A reflection on the Plenary Council

By Fr Andrew Hamilton SJ, 4 July 2022
A Member of the Diocese of Parramatta is seen during the multimodal First Session of the Plenary Council of Australia. Image: Diocese of Parramatta

 

The Second Assembly of the Plenary Council will be held in Sydney from 3 to 9 July

In this first week of July, the final assembly of the Plenary Council will be held. It has been a long process over four years. During it, Australia has seen two Federal Elections and three Prime Ministers. The process was prolonged by the disruption caused by COVID. It extended over a time marked by great destruction by bushfire and flood, economic pressures, international crises and now an energy crisis. In both Australia and the wider world, the times we live in and their implications for the future call for wise counsel. This is also true of the Catholic Church, whose active members are ageing and which still bears the open wounds of sexual abuse perpetrated by many of its representatives and concealed by some of its leaders.

The process of the Council has been laborious, involving grassroots conversation and reports, the distillation of these into reports, reflection on the reports in a First Assembly and the articulation of motions to be debated at the final assembly.

The process that has led to the Council, the composition of the members of the Assembly, the selection of themes from the initial conversations, and the goals of the Council have all been the subject of debate by Catholics in and outside the Synod process.

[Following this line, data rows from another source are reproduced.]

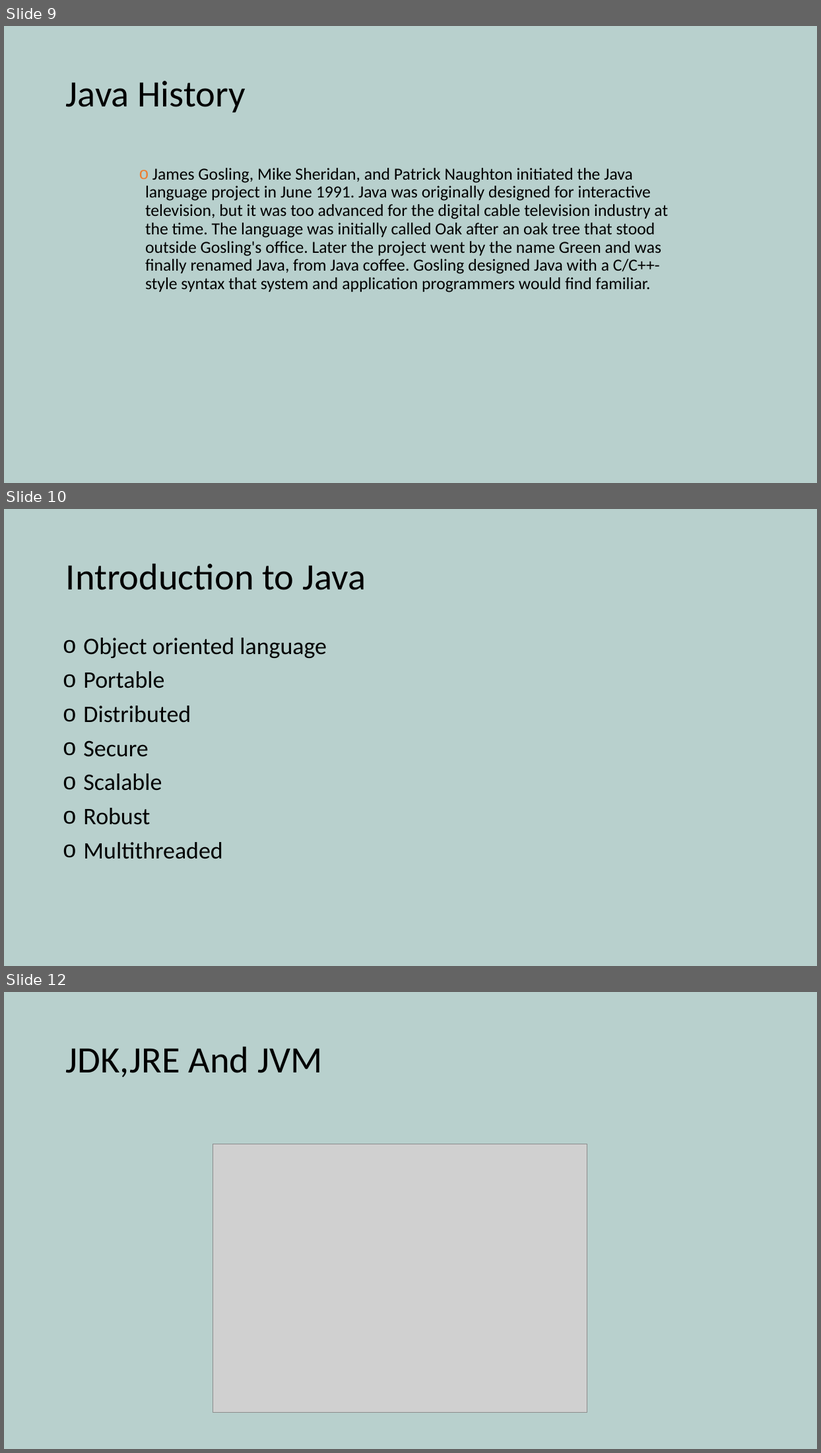
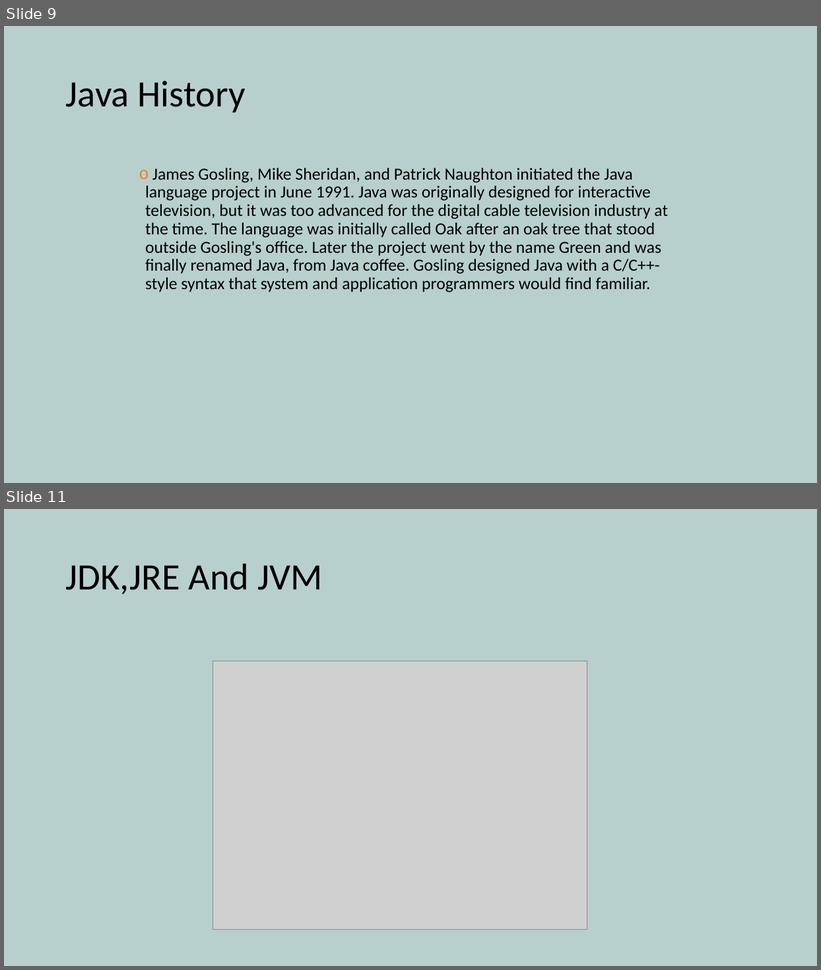
Before and after one commit to yetanothermasterylearning/Core-Java, a slide deck: 01. Introduction/Presentation/Introduction.pptx. Shown one above the other, each under a label of ours: slides 9, 10 and 12 before the commit, slides 9 and 11 after it; the slides between them are not shown. The pictures are 821x1453 and 821x970 pixels, drawn with LibreOffice and Linux fonts; fonts in the diff are those of the drawing; grey boxes stand for pictures. Boxes give left, top, right and bottom in pixels: in the first picture for what was removed or moved away, otherwise in the second. Text is boxed around its words. In the diff, an @@ line names an element or a change of style, - is before the commit and + after.

```diff
--- a/01. Introduction/Presentation/Introduction.pptx
+++ b/01. Introduction/Presentation/Introduction.pptx
@@ slide 10 removed at (4, 509, 817, 966), background #B8D0CD @@
@@ title removed at (66, 563, 366, 590) @@
-Introduction to Java
@@ text removed at (83, 638, 327, 859) @@
-o Object oriented language
-o Portable
-o Distributed
-o Secure
-o Scalable
-o Robust
-o Multithreaded
@@ what was slide 12 is now slide 11 @@
```
Also in this commit, not shown: 1 slide changed, 3 other files.

It has been a messy and thoroughly human enterprise within a Church in which people hold strongly divergent views about the future of a Church to which they are committed, and about the way to build that future.

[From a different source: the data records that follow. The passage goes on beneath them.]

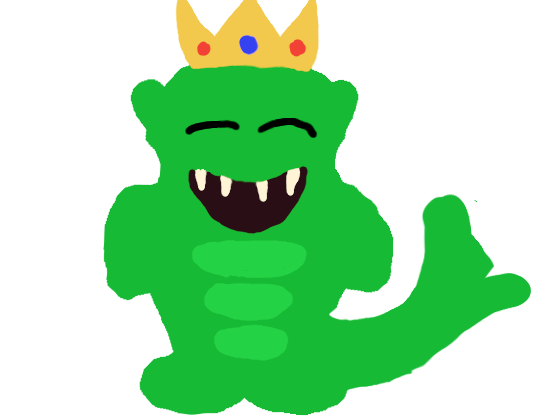
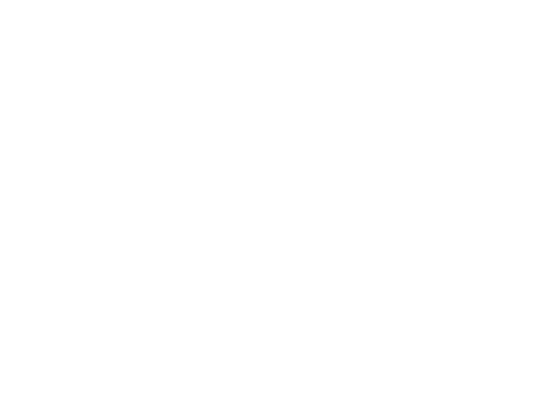
Layers edited between the first and the second 534px x 419px image:
hid "#2", painted on it over [103, 0, 478, 416]
hid "#1", painted on it over [103, 0, 478, 416]
hid "copy #2", painted on it over [103, 0, 487, 416]
hid "copy #1", painted on it over [103, 0, 486, 416]
hid "copy #3", painted on it over [103, 0, 531, 416]
hid "copy", painted on it over [103, 0, 531, 416]
hid "copy #4", painted on it over [103, 0, 497, 416]
hid "Layer", painted on it over [103, 0, 497, 416]

As the Council draws towards its conclusion, it is time to set aside for a time the arguments about what could and should have been done differently. Those important questions can be left to later evaluation. It is appropriate now to celebrate what has been achieved in setting up the Council, and to remember the work of those who have laboured to make it happen. They include all those involved in the initial reflections by individuals, parish groups and Catholic organisations on the major issues for the Council, those involved in reading and summarising the submissions, the members of commissions and of drafting groups, the members of the First and Second Assembly, those involved in informing Catholics about the business at each stage of the Council, and not least the Bishops who have run with and supported the Council and the Catholic groups that have presented alternative views. They all merit our thanks.

No doubt future historians will see the Pastoral Council as an early clumsy attempt to fashion a new way of being Church suitable for our age. It is one of the many initiatives whose spirit is caught in Pope Francis’ understanding of Synodality. This models a pattern of participation, listening and of shared leadership within the Catholic Church. The test of the Council will lie less in its decisions, recommendations and institutional changes than in whether it creates a hunger for the participatory leadership of all members of the Church and for the culture of prayer, listening and discernment that enable it.

Fr Andrew Hamilton SJ writes for Jesuit Communications and Jesuit Social Services.